In November 1980, he became the head coach of the New England Gulls of the Women's Professional Basketball League, the first women's pro basketball league in the United States. He coached the team for six games, all of which they lost, before being replaced by assistant coach Dana Skinner in early January 1981. Less than a month later, the Gulls folded due to financial difficulties.

==Personal life==
Loscutoff lived in Florida and Andover, Massachusetts, where his family owns a day camp for children. His wife was artist Lynn Loscutoff. He died in Naples, Florida, on December 1, 2015, from complications of Parkinson's disease and pneumonia.
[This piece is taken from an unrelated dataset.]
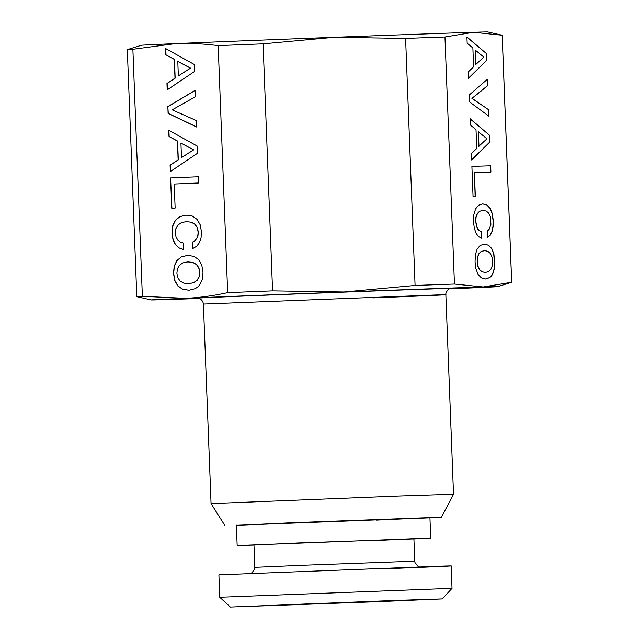 <?xml version="1.0" encoding="UTF-8"?>
<svg xmlns="http://www.w3.org/2000/svg" width="639" height="639" viewBox="0 0 639 639"><rect width="100%" height="100%" fill="white"/><g stroke="black" fill="none" stroke-linecap="round" stroke-linejoin="round"><path stroke-width="0.96" d="M381.355 568.942C440.191 566.609 468.683 565.267 440.007 566.186L218.905 574.844L219.768 597.257L452.029 588.327L451.174 565.922M378.544 601.666L230.344 607.05L394.511 600.46L442.236 598.911L378.544 601.666M308.749 603.831L267.246 605.628L298.389 604.622L400.294 600.436L308.749 603.831M405.334 600.325L363.831 602.122M413.912 538.917L297.854 542.974L253.979 545.067M236.374 525.114L237.165 545.57L426.532 538.206L372.545 540.658M429.935 517.686L430.718 538.142L413.92 538.957M237.165 545.57L253.979 545.099M236.382 525.282L429.943 517.846M236.382 525.354L289.994 522.822L431.349 517.566L376.323 520.138M429.943 517.917L441.373 517.326L453.522 494.282L398.752 496.064L211.062 503.604L224.944 525.641M454.449 284.036L483.204 286.967A173.313 0.551 -2.2 0 1 497.565 286.639L511.679 282.27A187.586 0.599 177.8 0 0 511.687 282.262L502.198 35.233A187.586 0.599 177.8 0 0 502.19 35.225L487.781 31.95A173.313 0.551 177.8 0 0 473.419 32.285A173.313 0.551 177.8 0 0 334.189 37.302L263.084 43.835L272.573 290.873L343.974 291.983L415.086 285.449L405.597 38.412L334.189 37.302A173.313 0.551 177.8 0 0 175.382 43.628A173.313 0.551 177.8 0 0 141.435 45.257L127.321 49.626A187.586 0.599 177.8 0 0 127.313 49.634L136.802 296.672A187.586 0.599 177.8 0 0 136.81 296.672L151.219 299.947A173.313 0.551 -2.2 0 1 185.166 298.309A173.313 0.551 -2.2 0 1 343.974 291.983A173.313 0.551 -2.2 0 1 483.204 286.967L511.663 282.254L502.174 35.217L473.419 32.285L444.96 36.998L454.449 284.036A187.586 0.599 177.8 0 0 415.086 285.449M444.96 36.998A187.586 0.599 177.8 0 0 405.597 38.412M468.515 78.293L486.662 60.473L486.399 53.556L466.925 36.974L467.165 43.212L472.876 47.997L473.603 66.791L468.267 71.919L468.515 78.293M469.162 95.059L469.417 101.841L488.803 116.122L488.555 109.676L472.101 98.366L487.629 85.722L487.381 79.276L469.162 95.059M475.895 232.971L478.387 236.494L481.654 238.291L481.399 231.781L479.074 230.495L477.365 228.299L475.775 221.557L476.095 217.132L477.429 213.626L479.721 211.245L482.988 210.399L486.295 211.038L488.787 213.202L490.385 216.621L490.928 224.345L489.139 229.361L487.517 230.911L487.765 237.357L490.257 235.24L492.07 231.653L493.108 226.797L493.316 221.014L492.365 213.841L490.257 208.402L487.014 204.975L482.741 203.881L478.563 205.231L475.592 208.857L473.882 214.416L473.507 221.629L474.266 227.923L475.895 232.971M474.41 172.546L490.92 172.035L490.68 165.797L471.901 166.38L473.06 196.644L475.336 196.572L474.41 172.546L475.144 196.572M471.654 159.998L489.801 142.177L489.538 135.26L470.064 118.67L470.304 124.917L476.015 129.701L476.742 148.496L471.406 153.616L471.654 159.998M493.907 254.01L491.798 248.579L488.555 245.208L484.29 244.122L480.113 245.472L477.133 249.098L475.424 254.657L475.049 261.87L475.975 268.971L478.108 274.474L481.359 277.845L485.624 279.003L489.77 277.582L491.423 276.032L492.749 274.027L494.458 268.396L494.818 264.993L493.907 254.01L491.615 248.587L488.372 245.216L484.194 244.154M481.263 251.486L484.538 250.632L487.845 251.279L490.337 253.443L491.934 256.862L492.621 261.319L492.27 265.752L490.92 269.259L488.595 271.567L485.376 272.486L482.07 271.775L479.577 269.61L477.98 266.191L477.325 261.798L477.637 257.301L478.97 253.795L481.079 251.494L484.538 250.632M475.823 64.619L475.264 50.098L483.827 57.103L475.632 64.627L475.264 50.098M478.962 146.323L478.403 131.794L486.966 138.799L478.771 146.323L478.403 131.794M263.084 43.835A187.586 0.599 177.8 0 0 218.179 45.625C202.747 43.668 188.481 43.005 175.382 43.628L132.88 49.275L142.369 296.312L185.166 298.309C198.266 297.814 212.436 295.929 227.668 292.662L218.179 45.625M272.573 290.873A187.586 0.599 177.8 0 0 227.668 292.662M497.565 286.639A173.313 0.551 -2.2 0 1 463.618 288.269A173.313 0.551 -2.2 0 1 449.624 288.86M167.202 89.859L194.591 71.424L194.328 64.499L165.613 48.532L165.852 54.77L174.279 59.371L174.998 78.174L166.963 83.477L167.202 89.859M167.849 106.617L168.105 113.399L196.724 127.065L196.477 120.619L172.179 109.828L195.558 96.665L195.31 90.219L167.849 106.617L168.273 113.399L196.724 126.977M175.286 244.481L178.936 247.924L183.768 249.625L183.521 243.108L180.078 241.893L177.57 239.761L175.957 236.702L175.334 233.059L175.893 228.618L177.938 225.064L181.396 222.604L186.292 221.645L191.205 222.188L194.887 224.273L197.195 227.636L198.138 232.085L197.858 235.36L196.836 238.187L195.103 240.44L192.658 242.037L192.906 248.483L196.66 246.287L199.432 242.628L201.061 237.74L201.485 231.941L200.199 224.792L197.163 219.417L192.387 216.086L186.045 215.135L179.799 216.621L175.286 220.351L172.634 225.966L171.939 233.203L172.953 239.481L175.286 244.481L179.096 247.924L183.768 249.561M174.215 184.032L198.833 182.978L198.593 176.739L170.589 177.938L171.747 208.202L175.142 208.058L174.215 184.032M170.341 171.556L197.731 153.12L197.459 146.203L168.752 130.228L168.992 136.474L177.418 141.075L178.137 159.87L170.094 165.181L170.341 171.556M201.74 264.961L198.705 259.586L193.929 256.327L187.586 255.376L181.34 256.862L176.835 260.592L174.183 266.207L173.488 273.444L174.735 280.529L177.81 285.968L182.586 289.235L188.928 290.25L195.135 288.692L197.619 287.095L199.64 285.034L202.291 279.347L203.026 272.182L201.74 264.961M182.946 262.845L187.842 261.886L192.754 262.421L196.429 264.514L198.745 267.877L199.68 272.326L199.08 276.767L196.996 280.321L193.489 282.718L188.681 283.74L183.768 283.133L180.086 281.048L177.778 277.677L176.875 273.3L177.434 268.787L179.479 265.233L182.946 262.845M178.353 75.921L177.794 61.4L190.422 68.133L178.353 75.921L190.582 68.125L177.794 61.4M181.492 157.625L180.933 143.104L193.561 149.83L181.492 157.625L193.721 149.83L180.933 143.104M199.192 298.485A173.313 0.551 -2.2 0 1 165.581 299.611A173.313 0.551 -2.2 0 1 151.219 299.947M132.88 49.275A187.586 0.599 177.8 0 0 127.321 49.626M142.369 296.312A187.586 0.599 177.8 0 0 136.802 296.672M486.399 53.556L466.933 37.142M468.507 78.126L486.479 60.481L486.207 53.564M488.555 109.676L471.917 98.374L487.445 85.73L487.206 79.428M488.611 115.978L488.364 109.684M481.399 231.781L478.891 230.495L477.181 228.307L475.592 221.565L475.911 217.14L477.237 213.634L479.53 211.253L482.988 210.399M481.463 238.187L481.215 231.789M487.765 237.213L490.073 235.248L491.886 231.661L492.917 226.805L493.132 221.022L492.182 213.849L490.073 208.41L486.822 204.983L482.645 203.913M490.68 165.797L471.901 166.38M490.736 172.043L490.496 165.805M489.538 135.26L470.072 118.846M471.646 159.83L489.618 142.185L489.346 135.26M485.536 278.971L489.586 277.59L492.565 274.027L494.274 268.404L494.634 265.001L493.723 254.018M485.376 272.486L481.886 271.783L479.386 269.618L477.796 266.199L477.141 261.806L477.453 257.309L478.779 253.803L481.079 251.494M165.852 54.77L174.447 59.371L175.166 78.166L167.122 83.469L167.362 89.748M165.781 48.62L166.02 54.77M195.318 90.307L168.009 106.609M186.292 221.645L191.373 222.18L195.047 224.265L197.363 227.636L198.298 232.077L198.018 235.352L196.996 238.187L195.262 240.432L192.818 242.029L193.066 248.387M186.133 215.143L179.958 216.621L175.453 220.343L172.802 225.966L172.107 233.195L173.113 239.473L175.453 244.473M170.589 177.938L171.915 208.194M198.593 176.739L170.749 177.93M168.992 136.474L177.578 141.067L178.305 159.87L170.262 165.174L170.501 171.452M168.92 130.324L169.159 136.466M181.34 256.862L176.995 260.584L174.343 266.199L173.656 273.436L174.894 280.521L177.977 285.96L182.746 289.227L189.008 290.234M187.674 255.384L181.508 256.854M187.842 261.886L192.914 262.421L196.596 264.506L198.905 267.869L199.847 272.318L199.248 276.759L197.163 280.313L193.657 282.71L188.681 283.74M419.368 566.881L418.194 566.458L414.983 562.576L414.775 561.194L302.902 565.259L254.833 567.336L254.721 568.742L252.221 572.592L250.688 573.367M372.976 297.902C433.05 295.514 463.163 294.116 435.798 294.978L203.402 304.06L211.062 503.604M451.086 288.461A127.433 0.407 177.8 0 0 273.604 294.867A127.433 0.407 177.8 0 0 197.707 298.197M230.344 607.05L219.76 597.257M442.236 598.911L452.029 588.335M253.963 544.795L254.833 567.336M413.904 538.645L414.775 561.194M451.174 288.453L449.64 288.852C447.619 288.836 445.095 294.347 445.854 294.747L453.522 494.282M203.402 304.06C202.587 297.926 196.245 297.878 197.603 298.189L197.603 298.189"/></g></svg>

In 1980, he was a member of the inaugural class of inductees to the Oregon Sports Hall of Fame.
== NBA career statistics ==

=== Regular season ===

| Year | Team | GP | MPG | FG% | FT% | RPG | APG | PPG |
|---|---|---|---|---|---|---|---|---|
| 1955–56 | Boston | 71 | 22.3 | .360 | .671 | 8.8 | 0.9 | 8.3 |
| 1956–57† | Boston | 70 | 31.7 | .345 | .706 | 10.4 | 1.3 | 10.6 |
| 1957–58 | Boston | 5 | 11.2 | .355 | .333 | 4.0 | 0.2 | 4.6 |
| 1958–59† | Boston | 66 | 25.5 | .353 | .738 | 7.0 | 0.9 | 8.3 |
| 1959–60† | Boston | 28 | 19.1 | .322 | .611 | 3.9 | 0.4 | 5.5 |
| 1960–61† | Boston | 76 | 15.2 | .301 | .645 | 3.8 | 0.3 | 4.4 |
| 1961–62† | Boston | 79 | 14.5 | .362 | .536 | 4.2 | 0.6 | 5.3 |
| 1962–63† | Boston | 63 | 9.6 | .375 | .524 | 2.5 | 0.4 | 3.3 |
| 1963–64† | Boston | 53 | 8.5 | .308 | .581 | 2.5 | 0.5 | 2.5 |
| Career |  | 511 | 18.5 | .345 | .653 | 5.6 | 0.7 | 6.2 |

=== Playoffs ===

| Year | Team | GP | MPG | FG% | FT% | RPG | APG | PPG |
|---|---|---|---|---|---|---|---|---|
| 1955–56 | Boston | 3 | 29.7 | .355 | .778 | 8.7 | 1.3 | 9.7 |
| 1956–57† | Boston | 10 | 25.9 | .284 | .643 | 8.3 | 0.5 | 8.0 |
| 1958–59† | Boston | 11 | 23.6 | .345 | .524 | 6.6 | 1.2 | 8.1 |
| 1960–61† | Boston | 10 | 11.6 | .278 | .778 | 3.5 | 0.3 | 3.7 |
| 1961–62† | Boston | 14 | 15.1 | .360 | .400 | 4.2 | 0.4 | 4.7 |
| 1962–63† | Boston | 9 | 6.2 | .280 | .500 | 2.3 | 0.1 | 1.7 |
| 1963–64† | Boston | 1 | 5.0 | 1.000 | – | 2.0 | 0.0 | 4.0 |
| Career |  | 58 | 17.2 | .324 | .608 | 5.2 | 0.6 | 5.5 |

Note: Following the 1959–60 regular season, Loscutoff did not play in the 1960 postseason due to injury.